After his graduation from the College of Physicians and 
Surgeons, in 1885, Dr. Markoe went abroad to study in Munich and during his 
period of post-graduate work he developed his interest in gynecology and 
obstetrics. Upon his return he became the first house surgeon at the Sloane 
Hospital for Women, where he remained for several years. He went to the Broome 
Street Dispensary about 1890, but for many years maintained his connection with 
the Sloane Hospital and the Vassar Brothers Hospital in Poughkeepsie, where he 
was consulting gynecologist for many years. He was medical director at the 
Lying-In Hospital until about 1917, when he decided that he would devote the 
greater part of his time to his private practice.
Dr. Markoe came from a family of physicians. His father, Dr. Thomas Masters 
Markoe, was one of the noted physicians in this city fifty years ago and for 
decades was a member of the staff of the New York Hospital. His brother, Dr. 
Frank Markoe, also is a physician. Born in this city on July 19, 1862, Dr. 
Markoe was educated in the public schools and at St. Pauls School at Concord, 
N.H. Except for brief periods out of the city in travel or study he had lived 
here all his life.
For more than thirty-five years Dr. Markoe had been a communicant and vestryman 
at St. Georges Church. It was in this same edifice that his marriage to Annette 
B. Wetmore took place on Nov. 22, 1894, and in this edifice also their only 
daughter, Annette, now Mrs. William J. Schieffelin, Jr. was baptized and 
married.
Dr.
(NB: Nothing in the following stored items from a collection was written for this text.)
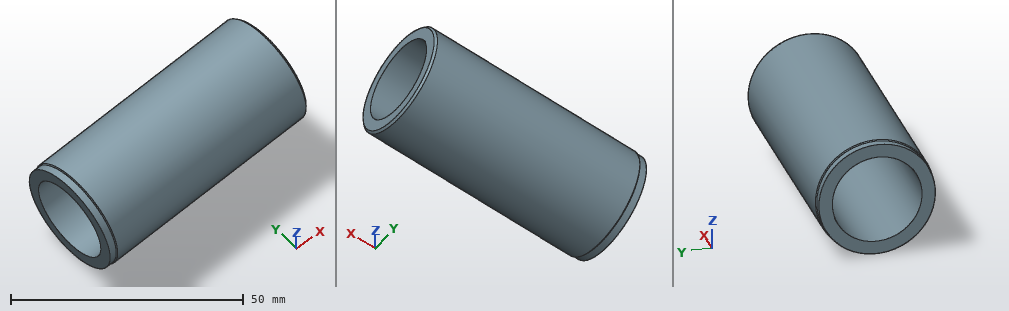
import cadquery as cq

length = 57.0
outer_diameter = 26.45
bore_diameter = 20.0
spigot_diameter = 26.0
spigot_length = 1.75
end_chamfer = 0.5

outer_radius = outer_diameter / 2
bore_radius = bore_diameter / 2
spigot_radius = spigot_diameter / 2

shoulder_end = spigot_length + (outer_radius - spigot_radius)

wall_section = (
    cq.Workplane("XZ")
    .moveTo(0, bore_radius)
    .lineTo(0, spigot_radius)
    .lineTo(spigot_length, spigot_radius)
    .lineTo(shoulder_end, outer_radius)
    .lineTo(length - end_chamfer, outer_radius)
    .lineTo(length, outer_radius - end_chamfer)
    .lineTo(length, bore_radius)
    .close()
)

result = wall_section.revolve(360, (0, 0, 0), (1, 0, 0))

Markoe was a lecturer at the City College, Fellow of the Academy of 
Medicine, member of the county and State medical associations, and of the 
American College of Physicians and Surgeons, Society for the Relief of Widows 
and Orphans and several charitable organizations. His clubs were the Metropolitan, 
Century, Racquet and Tennis and New York Yacht. His home was at 12 West Fifty-fifth Street.
Herbert L. Satterlee, who had known Dr. Markoe for many years, said yesterday 
that, although most of the physicians friends had forgotten that phase of his 
life, he was a good amateur athlete and one of the best amateur middleweight 
boxers of the 80s. In later years Dr. Markoe had been interested in yachting 
and cruised frequently with Mr. Morgan.